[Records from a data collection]
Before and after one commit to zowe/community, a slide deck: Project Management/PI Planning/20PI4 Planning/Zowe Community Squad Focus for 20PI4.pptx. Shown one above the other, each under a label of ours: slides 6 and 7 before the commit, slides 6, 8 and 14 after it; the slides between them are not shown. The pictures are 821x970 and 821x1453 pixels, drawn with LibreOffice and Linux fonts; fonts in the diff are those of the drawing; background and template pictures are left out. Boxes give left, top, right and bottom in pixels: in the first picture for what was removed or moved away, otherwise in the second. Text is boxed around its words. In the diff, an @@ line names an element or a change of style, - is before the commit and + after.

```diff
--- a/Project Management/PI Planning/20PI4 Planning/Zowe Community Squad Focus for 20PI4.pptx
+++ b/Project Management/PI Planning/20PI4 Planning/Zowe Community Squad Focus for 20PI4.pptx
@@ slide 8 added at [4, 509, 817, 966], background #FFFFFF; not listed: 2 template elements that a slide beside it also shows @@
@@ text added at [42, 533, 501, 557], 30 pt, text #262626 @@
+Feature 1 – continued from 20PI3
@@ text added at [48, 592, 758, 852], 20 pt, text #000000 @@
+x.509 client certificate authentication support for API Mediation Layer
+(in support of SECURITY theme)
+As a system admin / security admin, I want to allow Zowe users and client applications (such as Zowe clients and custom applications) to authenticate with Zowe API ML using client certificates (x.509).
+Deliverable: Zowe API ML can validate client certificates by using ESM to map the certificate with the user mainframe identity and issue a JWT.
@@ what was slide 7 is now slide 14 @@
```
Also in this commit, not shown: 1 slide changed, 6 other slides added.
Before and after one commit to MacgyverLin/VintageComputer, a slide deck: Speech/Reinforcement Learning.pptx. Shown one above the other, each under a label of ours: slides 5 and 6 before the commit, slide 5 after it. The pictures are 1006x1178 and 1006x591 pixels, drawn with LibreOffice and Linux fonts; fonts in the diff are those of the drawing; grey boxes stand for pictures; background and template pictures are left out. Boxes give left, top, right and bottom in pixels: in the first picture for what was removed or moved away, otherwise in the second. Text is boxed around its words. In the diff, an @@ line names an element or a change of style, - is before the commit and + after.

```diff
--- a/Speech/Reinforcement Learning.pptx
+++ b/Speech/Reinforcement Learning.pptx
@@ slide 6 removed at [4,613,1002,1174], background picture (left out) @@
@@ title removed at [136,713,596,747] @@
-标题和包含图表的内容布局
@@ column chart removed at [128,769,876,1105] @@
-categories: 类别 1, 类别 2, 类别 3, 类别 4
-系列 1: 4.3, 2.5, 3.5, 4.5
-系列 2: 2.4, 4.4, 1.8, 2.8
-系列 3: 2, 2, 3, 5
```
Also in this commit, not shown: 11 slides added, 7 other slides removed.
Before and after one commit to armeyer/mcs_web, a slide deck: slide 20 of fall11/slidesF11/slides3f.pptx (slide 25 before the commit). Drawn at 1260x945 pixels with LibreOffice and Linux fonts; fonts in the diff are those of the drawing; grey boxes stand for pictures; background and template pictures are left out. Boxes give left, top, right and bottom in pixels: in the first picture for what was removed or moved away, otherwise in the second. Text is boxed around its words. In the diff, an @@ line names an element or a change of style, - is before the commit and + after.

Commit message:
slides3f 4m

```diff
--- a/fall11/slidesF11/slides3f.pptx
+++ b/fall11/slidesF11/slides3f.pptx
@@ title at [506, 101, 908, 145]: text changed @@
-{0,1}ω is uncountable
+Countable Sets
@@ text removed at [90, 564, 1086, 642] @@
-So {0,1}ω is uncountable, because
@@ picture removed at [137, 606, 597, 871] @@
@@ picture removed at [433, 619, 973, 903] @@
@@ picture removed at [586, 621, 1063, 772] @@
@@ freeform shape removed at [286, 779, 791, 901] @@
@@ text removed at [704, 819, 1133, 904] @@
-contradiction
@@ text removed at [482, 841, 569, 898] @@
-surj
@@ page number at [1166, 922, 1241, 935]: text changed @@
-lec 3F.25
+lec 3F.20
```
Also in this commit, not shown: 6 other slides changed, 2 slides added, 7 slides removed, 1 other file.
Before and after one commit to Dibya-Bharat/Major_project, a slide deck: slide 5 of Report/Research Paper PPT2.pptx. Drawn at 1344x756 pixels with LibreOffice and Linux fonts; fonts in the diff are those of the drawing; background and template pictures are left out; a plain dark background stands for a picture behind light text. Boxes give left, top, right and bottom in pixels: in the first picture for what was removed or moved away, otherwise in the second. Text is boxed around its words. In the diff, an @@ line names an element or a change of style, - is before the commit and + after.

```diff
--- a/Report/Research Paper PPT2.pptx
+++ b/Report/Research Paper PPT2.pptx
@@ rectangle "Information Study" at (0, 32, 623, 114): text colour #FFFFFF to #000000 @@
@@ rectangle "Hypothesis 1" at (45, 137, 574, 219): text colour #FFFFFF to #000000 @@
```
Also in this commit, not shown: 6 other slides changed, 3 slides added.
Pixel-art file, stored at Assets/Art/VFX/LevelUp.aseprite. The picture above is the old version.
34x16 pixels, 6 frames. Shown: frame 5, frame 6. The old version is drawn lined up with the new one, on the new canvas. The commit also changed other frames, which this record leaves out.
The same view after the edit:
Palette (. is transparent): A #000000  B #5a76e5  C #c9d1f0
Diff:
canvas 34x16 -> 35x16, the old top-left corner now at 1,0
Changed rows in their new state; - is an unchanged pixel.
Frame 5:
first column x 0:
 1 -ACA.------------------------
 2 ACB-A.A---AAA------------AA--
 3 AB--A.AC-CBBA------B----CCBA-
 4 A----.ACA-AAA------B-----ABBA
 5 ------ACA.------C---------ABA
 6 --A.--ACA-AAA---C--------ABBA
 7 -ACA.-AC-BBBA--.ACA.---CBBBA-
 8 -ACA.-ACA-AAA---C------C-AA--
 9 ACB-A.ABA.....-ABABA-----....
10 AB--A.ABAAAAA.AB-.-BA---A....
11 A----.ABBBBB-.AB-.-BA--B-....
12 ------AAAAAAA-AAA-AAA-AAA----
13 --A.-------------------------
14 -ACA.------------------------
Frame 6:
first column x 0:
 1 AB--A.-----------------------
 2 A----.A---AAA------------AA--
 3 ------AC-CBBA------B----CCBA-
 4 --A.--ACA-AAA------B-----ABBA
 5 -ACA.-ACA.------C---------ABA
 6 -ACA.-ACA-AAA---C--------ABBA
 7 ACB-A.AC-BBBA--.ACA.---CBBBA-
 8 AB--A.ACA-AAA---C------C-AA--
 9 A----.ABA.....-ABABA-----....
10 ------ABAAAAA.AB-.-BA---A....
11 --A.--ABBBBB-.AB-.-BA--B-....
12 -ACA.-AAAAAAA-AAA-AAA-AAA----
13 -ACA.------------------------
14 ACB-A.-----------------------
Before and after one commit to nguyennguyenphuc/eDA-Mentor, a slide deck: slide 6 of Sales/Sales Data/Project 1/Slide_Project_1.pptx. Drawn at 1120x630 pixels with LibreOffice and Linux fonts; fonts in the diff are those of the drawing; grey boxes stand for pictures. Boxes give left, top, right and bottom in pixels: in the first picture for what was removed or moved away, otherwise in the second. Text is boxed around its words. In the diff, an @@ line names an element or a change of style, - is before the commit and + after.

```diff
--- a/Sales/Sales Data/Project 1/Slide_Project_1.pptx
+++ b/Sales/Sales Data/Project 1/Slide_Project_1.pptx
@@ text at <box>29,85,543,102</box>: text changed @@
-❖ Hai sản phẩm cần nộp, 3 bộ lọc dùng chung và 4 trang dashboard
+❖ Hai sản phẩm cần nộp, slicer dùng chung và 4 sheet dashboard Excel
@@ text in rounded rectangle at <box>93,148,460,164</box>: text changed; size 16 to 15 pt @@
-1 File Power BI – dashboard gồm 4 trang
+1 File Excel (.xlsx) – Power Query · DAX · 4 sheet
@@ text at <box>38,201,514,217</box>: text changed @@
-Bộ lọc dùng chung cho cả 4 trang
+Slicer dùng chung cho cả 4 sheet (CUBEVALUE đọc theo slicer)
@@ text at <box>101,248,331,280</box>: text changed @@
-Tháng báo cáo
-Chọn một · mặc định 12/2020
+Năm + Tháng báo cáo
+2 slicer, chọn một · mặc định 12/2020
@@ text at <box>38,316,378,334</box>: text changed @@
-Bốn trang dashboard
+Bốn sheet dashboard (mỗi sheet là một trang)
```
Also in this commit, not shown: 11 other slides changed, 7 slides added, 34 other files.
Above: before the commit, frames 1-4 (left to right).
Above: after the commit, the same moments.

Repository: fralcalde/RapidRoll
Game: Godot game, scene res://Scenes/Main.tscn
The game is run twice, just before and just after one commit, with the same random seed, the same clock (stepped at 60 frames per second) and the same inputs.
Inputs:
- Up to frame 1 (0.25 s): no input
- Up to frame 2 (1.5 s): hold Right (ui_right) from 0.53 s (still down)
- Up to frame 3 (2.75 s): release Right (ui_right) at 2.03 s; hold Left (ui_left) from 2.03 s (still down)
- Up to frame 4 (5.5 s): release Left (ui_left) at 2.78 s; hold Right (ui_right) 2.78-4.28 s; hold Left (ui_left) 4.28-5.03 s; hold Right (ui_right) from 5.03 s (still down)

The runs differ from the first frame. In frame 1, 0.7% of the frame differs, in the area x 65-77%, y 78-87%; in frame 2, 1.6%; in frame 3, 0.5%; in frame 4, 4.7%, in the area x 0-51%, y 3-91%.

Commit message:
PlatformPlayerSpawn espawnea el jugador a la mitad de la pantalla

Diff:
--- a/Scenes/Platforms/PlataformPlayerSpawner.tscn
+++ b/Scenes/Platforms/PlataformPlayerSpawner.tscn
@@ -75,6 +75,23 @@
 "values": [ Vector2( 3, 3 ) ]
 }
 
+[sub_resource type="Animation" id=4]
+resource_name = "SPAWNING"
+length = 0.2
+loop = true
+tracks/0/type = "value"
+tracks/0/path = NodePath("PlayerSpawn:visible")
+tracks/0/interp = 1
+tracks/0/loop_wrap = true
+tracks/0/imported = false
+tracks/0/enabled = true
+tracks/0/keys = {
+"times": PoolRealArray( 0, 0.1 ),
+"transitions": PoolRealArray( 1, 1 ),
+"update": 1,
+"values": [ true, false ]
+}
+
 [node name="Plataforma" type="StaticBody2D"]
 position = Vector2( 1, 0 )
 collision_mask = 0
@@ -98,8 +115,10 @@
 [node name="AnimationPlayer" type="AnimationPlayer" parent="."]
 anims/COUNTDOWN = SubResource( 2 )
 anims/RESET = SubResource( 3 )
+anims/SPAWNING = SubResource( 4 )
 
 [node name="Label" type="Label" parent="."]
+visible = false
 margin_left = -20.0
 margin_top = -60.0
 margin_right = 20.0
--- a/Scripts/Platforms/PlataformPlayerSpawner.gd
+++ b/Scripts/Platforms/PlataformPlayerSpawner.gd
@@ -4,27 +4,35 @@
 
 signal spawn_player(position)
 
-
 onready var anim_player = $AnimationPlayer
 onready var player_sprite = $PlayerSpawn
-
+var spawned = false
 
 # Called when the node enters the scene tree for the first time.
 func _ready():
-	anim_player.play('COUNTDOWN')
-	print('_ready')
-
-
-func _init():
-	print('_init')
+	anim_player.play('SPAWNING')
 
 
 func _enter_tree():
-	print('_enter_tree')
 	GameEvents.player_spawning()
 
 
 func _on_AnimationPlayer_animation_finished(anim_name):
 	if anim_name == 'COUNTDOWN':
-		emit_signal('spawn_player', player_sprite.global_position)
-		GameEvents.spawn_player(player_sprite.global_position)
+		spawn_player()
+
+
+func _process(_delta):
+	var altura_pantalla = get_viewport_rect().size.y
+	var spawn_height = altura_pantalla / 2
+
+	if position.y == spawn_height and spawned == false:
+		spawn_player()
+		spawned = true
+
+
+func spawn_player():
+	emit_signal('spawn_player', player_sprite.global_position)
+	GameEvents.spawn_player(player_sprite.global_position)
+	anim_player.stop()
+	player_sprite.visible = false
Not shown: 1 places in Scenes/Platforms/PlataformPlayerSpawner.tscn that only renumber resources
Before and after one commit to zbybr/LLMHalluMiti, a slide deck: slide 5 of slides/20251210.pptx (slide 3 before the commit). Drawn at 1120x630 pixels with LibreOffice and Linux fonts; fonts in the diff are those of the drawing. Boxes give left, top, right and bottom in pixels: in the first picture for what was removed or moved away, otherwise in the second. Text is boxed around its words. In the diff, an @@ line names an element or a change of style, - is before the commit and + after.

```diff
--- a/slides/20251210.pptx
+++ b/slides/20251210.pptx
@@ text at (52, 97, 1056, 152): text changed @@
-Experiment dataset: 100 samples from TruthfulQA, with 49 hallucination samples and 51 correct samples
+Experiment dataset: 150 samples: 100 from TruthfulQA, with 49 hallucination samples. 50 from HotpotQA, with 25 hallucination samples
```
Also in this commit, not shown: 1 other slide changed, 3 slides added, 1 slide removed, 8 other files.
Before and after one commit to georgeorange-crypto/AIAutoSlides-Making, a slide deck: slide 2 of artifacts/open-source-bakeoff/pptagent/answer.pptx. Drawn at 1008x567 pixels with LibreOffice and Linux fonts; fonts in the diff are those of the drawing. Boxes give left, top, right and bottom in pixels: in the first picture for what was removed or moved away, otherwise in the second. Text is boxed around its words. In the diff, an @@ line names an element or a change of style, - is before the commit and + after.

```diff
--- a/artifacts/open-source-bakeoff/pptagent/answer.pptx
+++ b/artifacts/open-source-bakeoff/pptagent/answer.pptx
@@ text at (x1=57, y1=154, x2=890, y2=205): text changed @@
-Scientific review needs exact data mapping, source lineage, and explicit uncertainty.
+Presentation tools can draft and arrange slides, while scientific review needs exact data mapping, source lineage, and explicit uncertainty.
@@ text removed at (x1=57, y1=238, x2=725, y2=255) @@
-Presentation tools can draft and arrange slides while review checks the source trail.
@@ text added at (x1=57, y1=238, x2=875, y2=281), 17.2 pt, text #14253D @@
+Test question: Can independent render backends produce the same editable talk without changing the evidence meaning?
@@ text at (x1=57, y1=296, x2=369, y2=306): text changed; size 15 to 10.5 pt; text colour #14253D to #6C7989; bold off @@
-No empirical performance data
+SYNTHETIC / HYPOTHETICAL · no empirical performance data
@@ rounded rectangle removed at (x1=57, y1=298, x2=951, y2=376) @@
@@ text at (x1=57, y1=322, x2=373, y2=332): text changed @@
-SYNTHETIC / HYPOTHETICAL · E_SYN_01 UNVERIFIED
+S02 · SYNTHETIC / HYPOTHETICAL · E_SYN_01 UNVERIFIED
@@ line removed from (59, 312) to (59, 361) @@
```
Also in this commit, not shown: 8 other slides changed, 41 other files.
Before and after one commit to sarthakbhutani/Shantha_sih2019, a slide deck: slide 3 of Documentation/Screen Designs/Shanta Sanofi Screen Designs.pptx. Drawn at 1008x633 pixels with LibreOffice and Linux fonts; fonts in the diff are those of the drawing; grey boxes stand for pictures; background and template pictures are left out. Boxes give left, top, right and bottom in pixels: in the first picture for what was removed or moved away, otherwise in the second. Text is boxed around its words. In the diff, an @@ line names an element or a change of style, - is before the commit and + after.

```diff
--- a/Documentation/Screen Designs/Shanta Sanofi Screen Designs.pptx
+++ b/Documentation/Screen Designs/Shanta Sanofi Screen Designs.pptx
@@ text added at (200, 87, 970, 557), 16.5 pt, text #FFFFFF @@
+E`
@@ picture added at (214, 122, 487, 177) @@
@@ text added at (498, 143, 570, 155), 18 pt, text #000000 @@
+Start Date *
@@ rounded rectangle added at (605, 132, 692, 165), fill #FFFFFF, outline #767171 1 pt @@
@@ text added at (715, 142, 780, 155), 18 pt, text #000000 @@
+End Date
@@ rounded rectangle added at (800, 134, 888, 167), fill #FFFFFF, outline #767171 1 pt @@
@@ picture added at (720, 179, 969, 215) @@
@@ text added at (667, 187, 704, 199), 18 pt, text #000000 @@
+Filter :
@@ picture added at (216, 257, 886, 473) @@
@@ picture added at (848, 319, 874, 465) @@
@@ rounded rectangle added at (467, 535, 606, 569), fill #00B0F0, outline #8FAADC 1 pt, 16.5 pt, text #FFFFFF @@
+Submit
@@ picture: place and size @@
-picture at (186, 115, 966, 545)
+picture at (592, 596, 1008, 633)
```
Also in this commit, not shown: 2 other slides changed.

**Task instructions:**
Print, from the entries above, the line with "true, false ]", the line with "--- a/Scripts/Platforms/PlataformPlayerSpawner.gd" and all lines between them, exactly and with nothing else.

**Answer for the task:**
+"values": [ true, false ]
+}
+
 [node name="Plataforma" type="StaticBody2D"]
 position = Vector2( 1, 0 )
 collision_mask = 0
@@ -98,8 +115,10 @@
 [node name="AnimationPlayer" type="AnimationPlayer" parent="."]
 anims/COUNTDOWN = SubResource( 2 )
 anims/RESET = SubResource( 3 )
+anims/SPAWNING = SubResource( 4 )
 
 [node name="Label" type="Label" parent="."]
+visible = false
 margin_left = -20.0
 margin_top = -60.0
 margin_right = 20.0
--- a/Scripts/Platforms/PlataformPlayerSpawner.gd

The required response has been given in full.